9. Vague Answers to Questions
One of the biggest red flags when it comes to buying a home is a closed-off seller. If they're not willing to answer your questions or tend to give vague answers regarding the home, you probably don't want to buy from them. It's not always worth the trouble to go digging through the internet for answers. A seller should be open and honest about any problems with the home and/or its history.
Everyone has preferences when it comes to their house. Some people want hardwood floors while others want carpet, and some want a big bathroom while another person would rather have a porch, or maybe you want everything! If there are certain amenities you want in a home, don't try to settle for anything less. You may not find everything you want, but figure out what you cannot do without, and make sure those things are up-to-date and well kept.

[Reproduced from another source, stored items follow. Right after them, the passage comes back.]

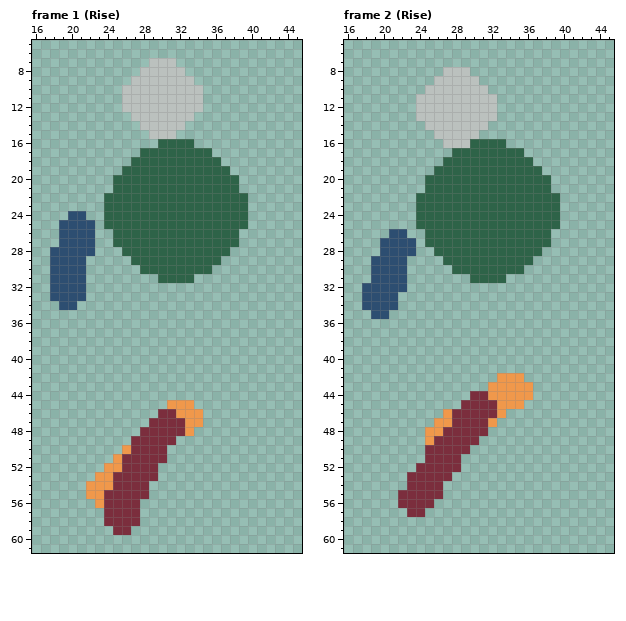
Pixel-art file, stored at Biogenesis_SNZA/Assets/Sprites/Liora/Liora_Jump.aseprite. The picture above was drawn from the file before the commit.
64x64 pixels, 12 frames. Shown: frame 1 (Rise): x 16..45, y 5..61; frame 2 (Rise): x 16..45, y 5..61. The commit also changed other frames, which this record leaves out.
And afterwards:
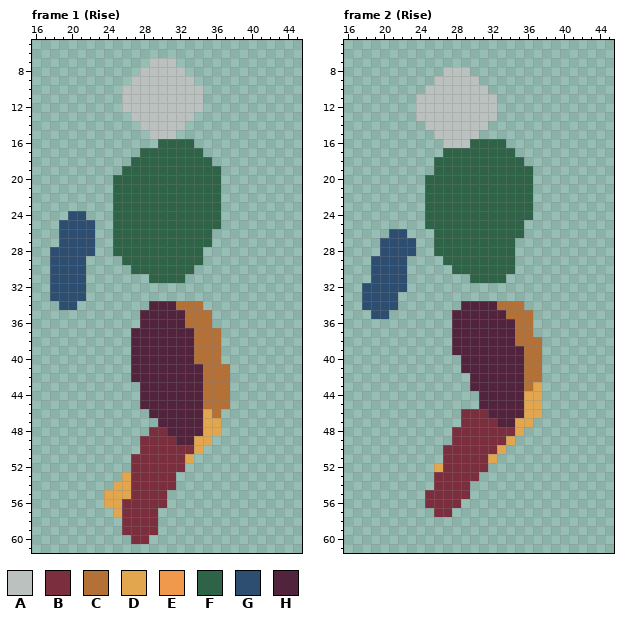
Palette (. is transparent): A #bbc1be  B #7b2e3d  C #b47137  D #e1a64e  E #f0984b  F #2e6348  G #2d4e71  H #52233c
The author wrote: Personal Jump y Jump Unity Actualizados
The exact change:
layer "Layer 3" added
layer "Group 1/LLeg" removed
layer "Group 1/Leg" removed
layer "Group 1/Chest" removed
--- frame 1 (Rise)
@@ x 16..45 @@
 16 ..............FFFF............
-17 ............FFFFFFFF..........
-18 ...........FFFFFFFFFF.........
-19 ..........FFFFFFFFFFFF........
-20 .........FFFFFFFFFFFFFF.......
-21 .........FFFFFFFFFFFFFF.......
-22 ........FFFFFFFFFFFFFFFF......
-23 ........FFFFFFFFFFFFFFFF......
-24 ....GG..FFFFFFFFFFFFFFFF......
-25 ...GGGG.FFFFFFFFFFFFFFFF......
-26 ...GGGG..FFFFFFFFFFFFFF.......
-27 ...GGGG..FFFFFFFFFFFFFF.......
-28 ..GGGGG...FFFFFFFFFFFF........
-29 ..GGGG.....FFFFFFFFFF.........
-30 ..GGGG......FFFFFFFF..........
-31 ..GGGG........FFFF............
+17 ............FFFFFFF...........
+18 ...........FFFFFFFFF..........
+19 ..........FFFFFFFFFFF.........
+20 .........FFFFFFFFFFFF.........
+21 .........FFFFFFFFFFFF.........
+22 .........FFFFFFFFFFFF.........
+23 .........FFFFFFFFFFFF.........
+24 ....GG...FFFFFFFFFFFF.........
+25 ...GGGG..FFFFFFFFFFFF.........
+26 ...GGGG..FFFFFFFFFFF..........
+27 ...GGGG..FFFFFFFFFFF..........
+28 ..GGGGG..FFFFFFFFFF...........
+29 ..GGGG....FFFFFFFFF...........
+30 ..GGGG.....FFFFFFF............
+31 ..GGGG.......FFFF.............
 32 ..GGGG........................
 33 ..GGGG........................
-34 ...GG.........................
-35 ..............................
-36 ..............................
-37 ..............................
-38 ..............................
-39 ..............................
-40 ..............................
-41 ..............................
-42 ..............................
-43 ..............................
-44 ..............................
-45 ...............EEE............
-46 ..............BBEEE...........
-47 .............BBBBEE...........
-48 ............BBBBBE............
-49 ...........BBBBB..............
-50 ..........EBBBB...............
-51 .........EBBBBB...............
-52 ........EEBBBB................
-53 .......EEBBBBB................
-54 ......EEEBBBB.................
-55 ......EEBBBBB.................
-56 .......EBBBB..................
-57 ........BBBB..................
-58 ........BBBB..................
-59 .........BB...................
-60 ..............................
+34 ...GG........HHHCCC...........
+35 ............HHHHHCCC..........
+36 ............HHHHHCCC..........
+37 ...........HHHHHHHCCC.........
+38 ...........HHHHHHHCCC.........
+39 ...........HHHHHHHCCC.........
+40 ...........HHHHHHHCCC.........
+41 ...........HHHHHHHHCCC........
+42 ...........HHHHHHHHCCC........
+43 ............HHHHHHHCCC........
+44 ............HHHHHHHCCC........
+45 ............HHHHHHHCCC........
+46 .............HHHHHHDC.........
+47 ..............HHHHHDD.........
+48 .............BBHHHHDD.........
+49 ............BBBBHHDD..........
+50 ............BBBBBBD...........
+51 ...........BBBBBBD............
+52 ...........BBBBBB.............
+53 ..........DBBBBB..............
+54 .........DDBBBBB..............
+55 ........DDDBBBB...............
+56 ........DDBBBBB...............
+57 .........DBBBB................
+58 ..........BBBB................
+59 ..........BBBB................
+60 ...........BB.................
 61 ..............................
--- frame 2 (Rise)
@@ x 22..41 @@
 16 .....AAAFFFF........
-17 ......FFFFFFFF......
-18 .....FFFFFFFFFF.....
-19 ....FFFFFFFFFFFF....
-20 ...FFFFFFFFFFFFFF...
-21 ...FFFFFFFFFFFFFF...
-22 ..FFFFFFFFFFFFFFFF..
-23 ..FFFFFFFFFFFFFFFF..
-24 ..FFFFFFFFFFFFFFFF..
-25 ..FFFFFFFFFFFFFFFF..
-26 G..FFFFFFFFFFFFFF...
-27 GG.FFFFFFFFFFFFFF...
-28 GG..FFFFFFFFFFFF....
-29 G....FFFFFFFFFF.....
-30 G.....FFFFFFFF......
+17 .....FFFFFFFF.......
+18 ....FFFFFFFFFF......
+19 ....FFFFFFFFFFF.....
+20 ...FFFFFFFFFFFF.....
+21 ...FFFFFFFFFFFF.....
+22 ...FFFFFFFFFFFF.....
+23 ...FFFFFFFFFFFF.....
+24 ...FFFFFFFFFFFF.....
+25 ...FFFFFFFFFFF......
+26 G...FFFFFFFFFF......
+27 GG..FFFFFFFFF.......
+28 GG..FFFFFFFFF.......
+29 G....FFFFFFFF.......
+30 G.....FFFFFFF.......
 31 G.......FFFF........
@@ x 20..39 @@
 33 GG..................
-34 GG..................
-35 G...................
-36 ....................
-37 ....................
-38 ....................
-39 ....................
-40 ....................
-41 ....................
-42 .............EEE....
-43 ............EEEEE...
-44 ..........BBEEEEE...
-45 .........BBBBEEE....
-46 .......EBBBBBE......
-47 ......EEBBBBE.......
-48 .....EEBBBBB........
-49 .....EBBBBB.........
-50 .....BBBBB..........
-51 .....BBBB...........
-52 ....BBBBB...........
-53 ...BBBBB............
-54 ...BBBB.............
-55 ..BBBBB.............
-56 ..BBBB..............
-57 ...BB...............
+34 GG.......HHHHCCC....
+35 G.......HHHHHHCCC...
+36 ........HHHHHHHCC...
+37 ........HHHHHHHCC...
+38 ........HHHHHHHCCC..
+39 ........HHHHHHHHCC..
+40 .........HHHHHHHCC..
+41 .........HHHHHHHCC..
+42 ..........HHHHHHCC..
+43 ..........HHHHHHCD..
+44 ...........HHHHHDD..
+45 ...........HHHHHDD..
+46 .........BBBHHHHDD..
+47 .........BBBBHHDD...
+48 ........BBBBBBBD....
+49 ........BBBBBBD.....
+50 .......BBBBBBD......
+51 .......BBBBBD.......
+52 ......DBBBBB........
+53 ......BBBBB.........
+54 ......BBBB..........
+55 .....BBBBB..........
+56 .....BBBB...........
+57 ......BB............
 58 ....................
Changed places in both pictures, as pixel boxes (x1, y1, x2, y2):
changed: (86, 148, 248, 544)
changed: (398, 148, 560, 517)

Just as an example, you might want a marble or granite countertop, but the seller might have a fake one. If you can settle for fake marble or granite, and the seller is honest about the countertop being made of fake material, then that might be something worth settling for. However, if you only want real marble/granite or notice that the seller is lying, too, it's probably better to steer clear of the place.
Is There Anything Else to Know About Searching for a Santa Rosa Beach Home?
A very important thing many buyers like to skip out on is hiring a realtor. It might seem unnecessary and/or a waste of money, but a realtor knows their way around the home buying and selling process. They're often expert negotiators and are prepared to tell you when it's time to back out of a deal. They know what to look for in a home, how to read over the contract, and what homes are currently on the market. It's better to have a realtor on your side when purchasing a home in any part of the country.
Don't skip out on shopping around. There will always be a better home for a better price somewhere on the market. An expensive home doesn't mean it's perfect, but an inexpensive home doesn't mean it isn't worth it. Tour every home that looks interesting to you, and don't be afraid to spend a lot of time doing so. It'll be worth it in the end.
Another thing to note is that you probably won't find your dream home, but it doesn't mean you should give up. If your ideas adhere to city and HOA guidelines, you can always fix a home up. With a bit of time and effort, any home can be your dream home. Still, this doesn't mean you should settle for just any home. Tell your realtor what you're looking for, and they'll help you get as close to it as possible, even if it takes a bit of looking.